Yaura looked around suspiciously.
“Greetings,” Godwin said politely.
“What brings you to our camp?” the man with the red beard asked, smiling all the while.
“Curiosity,” Godwin said. “It’s not often I come across a camp of travelers in the Chillway.”
“Ah, how I hate that name!” the man replied. “Chill…way. A tragedy in two words. But yes, you have a point. It’s not often travelers are able to come and find us.”
“You’re a bit hard to miss,” Yaura said.
“If you know how to look,” their greeter replied.
Godwin was on the verge of saying something about most idiots being able to track a caravan in the snow, but Yaura cut him off.
“Who are you?”
“A hard question to answer. Surely you’d be more comfortable hearing the answer among food and fire?”
Both of the Shigata’s eyes narrowed with suspicion. It was one thing for two disguised demons to enter a human camp, but never had they heard of forty or fifty demons traveling together disguised as humans. Why were these nomads willing to accept those odds?

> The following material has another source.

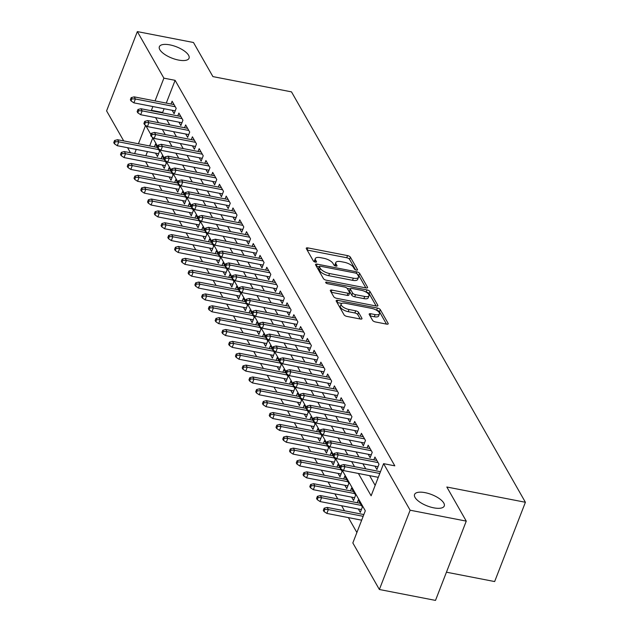 <?xml version="1.0" encoding="UTF-8"?>
<svg xmlns="http://www.w3.org/2000/svg" width="632" height="632" viewBox="0 0 632 632"><rect width="100%" height="100%" fill="white"/><g stroke="black" fill="none" stroke-linecap="round" stroke-linejoin="round"><path stroke-width="0.95" d="M356.385 270.085A1.706 0.656 21.2 0 0 357.514 269.888A1.706 0.656 21.2 0 0 357.467 269.564L350.412 257.2A2.441 0.932 21.2 0 0 347.545 255.605L307.879 247.902A2.441 0.932 21.2 0 0 306.267 248.178A2.441 0.932 21.2 0 0 306.338 248.637L313.385 261.008A1.706 0.656 21.2 0 0 315.392 262.122A1.706 0.656 21.2 0 0 316.521 261.925A1.706 0.656 21.2 0 0 316.474 261.608L315.558 260.005A7.813 2.994 21.2 0 1 315.329 258.551A7.813 2.994 21.2 0 1 320.487 257.651L323.797 258.291A7.813 2.994 21.2 0 1 332.969 263.386L333.886 264.99A1.706 0.656 21.2 0 0 335.892 266.104A1.706 0.656 21.2 0 0 337.022 265.906A1.706 0.656 21.2 0 0 336.967 265.59L336.058 263.986A7.813 2.994 21.2 0 1 335.821 262.533A7.813 2.994 21.2 0 1 340.988 261.632L344.29 262.272A7.813 2.994 21.2 0 1 353.47 267.368L354.378 268.971A1.706 0.656 21.2 0 0 356.385 270.085M425.075 492.652A15.918 6.091 21.2 0 0 414.56 494.485A15.918 6.091 21.2 0 0 433.734 507.836A15.918 6.091 21.2 0 0 444.249 506.003A15.918 6.091 21.2 0 0 425.075 492.652M169.874 44.88A15.918 6.091 21.2 0 0 159.359 46.713A15.918 6.091 21.2 0 0 178.524 60.064A15.918 6.091 21.2 0 0 189.047 58.231A15.918 6.091 21.2 0 0 169.874 44.88M372.603 320.369A2.441 0.932 21.2 0 0 375.471 321.965L386.594 324.121A2.441 0.932 21.2 0 0 388.214 323.845A2.441 0.932 21.2 0 0 388.135 323.387L380.306 309.648A2.441 0.932 21.2 0 0 377.438 308.053L337.772 300.35A2.441 0.932 21.2 0 0 336.161 300.635A2.441 0.932 21.2 0 0 336.232 301.085L344.061 314.823A2.441 0.932 21.2 0 0 346.928 316.419L360.374 319.026A2.441 0.932 21.2 0 0 361.986 318.749A2.441 0.932 21.2 0 0 361.915 318.291L358.565 312.413A2.441 0.932 21.2 0 0 355.697 310.818L349.03 309.522A6.533 2.496 21.2 0 1 341.162 304.047A6.533 2.496 21.2 0 1 345.475 303.297L371.592 308.369A6.533 2.496 21.2 0 1 379.461 313.843A6.533 2.496 21.2 0 1 375.139 314.602L370.794 313.756A2.441 0.932 21.2 0 0 369.175 314.033A2.441 0.932 21.2 0 0 369.254 314.491L372.603 320.369M123.706 140.912L106.595 110.884L137.349 31.6L193.479 42.502L212.913 76.606L291.494 91.869L525.405 502.274L446.824 487.011L466.258 521.116L410.128 510.214L379.374 589.498L352.838 542.943L365.312 510.798L341.707 469.386M137.349 31.6L163.886 78.155L155.053 100.915M358.391 473.463L371.126 495.796L383.592 463.659L394.818 465.839L175.111 80.335L163.886 78.155M383.592 463.659L410.128 510.214M365.96 287.916A2.441 0.932 21.2 0 0 367.571 287.631A2.441 0.932 21.2 0 0 367.5 287.181L359.671 273.435A2.441 0.932 21.2 0 0 356.803 271.847L317.138 264.144A2.441 0.932 21.2 0 0 315.518 264.421A2.441 0.932 21.2 0 0 315.597 264.879L323.426 278.617A2.441 0.932 21.2 0 0 326.294 280.205L365.96 287.916M369.989 291.542L377.817 305.28A2.441 0.932 21.2 0 1 377.897 305.738A2.441 0.932 21.2 0 1 376.277 306.014L336.611 298.312A2.441 0.932 21.2 0 1 333.743 296.724L330.394 290.839A2.441 0.932 21.2 0 1 330.323 290.388A2.441 0.932 21.2 0 1 331.934 290.104L348.019 293.232A2.441 0.932 21.2 0 0 349.63 292.948A2.441 0.932 21.2 0 0 349.559 292.49L347.339 288.595A2.441 0.932 21.2 0 0 344.472 286.999L327.724 283.744A1.706 0.656 21.2 0 1 325.662 282.314A1.706 0.656 21.2 0 1 326.791 282.117L367.121 289.954A2.441 0.932 21.2 0 1 369.989 291.542L369.159 293.683L376.174 305.999M358.352 508.989L360.287 512.386L362.365 507.03L358.312 499.912L357.222 502.724M351.597 497.131L353.533 500.528L355.611 495.172L351.55 488.054L350.46 490.859M344.835 485.265L346.771 488.662L348.848 483.306L344.788 476.188L343.705 479.001M338.073 473.408L340.008 476.804L342.086 471.448L338.033 464.33L336.943 467.135M331.31 461.542L333.246 464.939L335.323 459.583L331.271 452.465L330.18 455.277M324.556 449.684L326.491 453.081L328.569 447.725L324.508 440.607L323.418 443.419M317.793 437.818L319.729 441.215L321.807 435.859L317.754 428.741L316.664 431.553M311.031 425.96L312.966 429.357L315.044 424.001L310.991 416.883L309.901 419.695M304.269 414.094L306.204 417.491L308.282 412.135L304.229 405.017L303.139 407.83M297.514 402.236L299.45 405.633L301.527 400.277L297.467 393.159L296.376 395.972M290.752 390.371L292.687 393.768L294.765 388.411L290.712 381.301L289.622 384.106M283.989 378.513L285.925 381.91L288.002 376.553L283.95 369.436L282.86 372.248M277.227 366.647L279.162 370.052L281.248 364.688L277.187 357.578L276.097 360.382M270.472 354.789L272.408 358.186L274.486 352.83L270.425 345.712L269.335 348.524M263.71 342.931L265.645 346.328L267.723 340.972L263.67 333.854L262.58 336.659M256.947 331.065L258.883 334.462L260.961 329.106L256.908 321.988L255.818 324.801M250.185 319.207L252.129 322.604L254.206 317.248L250.146 310.13L249.055 312.935M243.431 307.342L245.366 310.739L247.444 305.382L243.383 298.264L242.293 301.077M236.668 295.484L238.604 298.881L240.681 293.525L236.629 286.407L235.538 289.219M229.906 283.618L231.841 287.015L233.919 281.659L229.866 274.541L228.776 277.353M223.143 271.76L225.087 275.157L227.165 269.801L223.104 262.683L222.014 265.495M216.389 259.894L218.324 263.291L220.402 257.935L216.342 250.817L215.251 253.63M209.627 248.036L211.562 251.433L213.64 246.077L209.587 238.959L208.497 241.772M202.864 236.171L204.8 239.568L206.877 234.211L202.825 227.101L201.734 229.906M196.102 224.313L198.045 227.71L200.123 222.353L196.062 215.236L194.972 218.048M189.347 212.447L191.283 215.852L193.36 210.488L189.3 203.378L188.21 206.182M182.585 200.589L184.52 203.986L186.598 198.63L182.545 191.512L181.455 194.324M175.822 188.731L177.758 192.128L179.836 186.772L175.783 179.654L174.693 182.458M169.068 176.865L171.003 180.262L173.081 174.906L169.02 167.788L167.93 170.601M162.305 165.007L164.241 168.404L166.319 163.048L162.258 155.93L161.176 158.735M172.165 110.284L174.1 113.681L176.178 108.325L172.125 101.207L171.035 104.019M178.927 122.15L180.863 125.547L182.94 120.191L178.888 113.073L177.797 115.885M185.69 134.008L187.625 137.405L189.703 132.049L185.642 124.931L184.552 127.743M192.444 145.874L194.387 149.27L196.465 143.914L192.405 136.796L191.314 139.601M199.206 157.731L201.142 161.128L203.22 155.772L199.167 148.654L198.077 151.467M205.969 169.597L207.904 172.994L209.982 167.638L205.929 160.52L204.839 163.325M212.731 181.455L214.667 184.852L216.744 179.496L212.684 172.378L211.594 175.19M219.486 193.321L221.429 196.718L223.507 191.362L219.446 184.244L218.356 187.048M226.248 205.179L228.184 208.576L230.261 203.22L226.209 196.102L225.118 198.914M233.011 217.037L234.946 220.442L237.024 215.078L232.971 207.968L231.881 210.772M239.773 228.903L241.708 232.3L243.786 226.943L239.726 219.825L238.635 222.638M246.527 240.76L248.463 244.157L250.541 238.801L246.488 231.683L245.398 234.496M253.29 252.626L255.225 256.023L257.303 250.667L253.25 243.549L252.16 246.362M260.052 264.484L261.988 267.881L264.065 262.525L260.013 255.407L258.923 258.219M266.815 276.35L268.75 279.747L270.828 274.391L266.767 267.273L265.677 270.085M273.569 288.208L275.505 291.605L277.582 286.249L273.53 279.131L272.439 281.943M280.332 300.074L282.267 303.471L284.345 298.114L280.292 290.997L279.202 293.801M287.094 311.932L289.029 315.329L291.107 309.972L287.047 302.854L285.964 305.667M293.856 323.797L295.792 327.194L297.87 321.838L293.809 314.72L292.719 317.525M300.611 335.655L302.546 339.052L304.624 333.696L300.571 326.578L299.481 329.391M307.373 347.521L309.309 350.918L311.386 345.562L307.334 338.444L306.243 341.248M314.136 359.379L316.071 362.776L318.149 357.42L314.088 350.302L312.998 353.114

“I’ll take you to our elder,” the red bearded man half sang. “Shane of the Kirishelliwan!”
“Kirishelliwan?” Yaura asked, surprised. Godwin had no idea what they were talking about.
“Come, come,” their host laughed as he led them through the crowds. Godwin and Yaura followed him to the seat of Shane of the Kirishelliwan, which turned out to be a giant chair made of densely packed snow.
Shane of the Kirishelliwan bowed to them as they approached. “Welcome friends. I’d stand to greet you properly but these old joints threaten to give out every time I set them to creaking.”
Shane was an old man near eighty winters, but there was something childish about him all the same. He was red-cheeked with laughing blue eyes, haunched shoulders, and a wide toothless smile.
“We’re not accustomed to being greeted so pleasantly,” Godwin said. “Especially not by those who sit on a throne.”
Shane laughed and clapped his hands in response. “Food! Fire!” he shouted. “Seats for the guests!”
Godwin and Yaura were quickly given two wooden stools from inside the wagons. “And ’tis no true throne that I sit on,” Shane went on. “Just a jape. We Kirishelliwan lead ourselves. My people just know that I’ve seen enough to have something useful to say every then and now!”
“You truly are Kirishelliwan?” Yaura asked, her hazel eyes wide. “The eternal children have not been seen in years. Decades probably.”
“We seldom wish to be seen,” Shane replied. “But we can make an exception for two wanderers.”
“Pardon my ignorance,” Godwin said. “I am unfamiliar with the Kirishelliwan.”
“The eternal children,” Yaura said. “They’re nomads. They’ve not accepted the rule of King Mexdon and wander the Chillway living off the land and occasionally throwing festivals, putting on plays and concerts, or engaging with smaller villages in some such way.”
Yaura suddenly blushed.
“You tell our story as well as one of us,” Shane said. “That about sums it up. We travel here and there. We have no lord save the almighty goddess behind the stars. No master save the mighty evergreens or the rushing white waters.”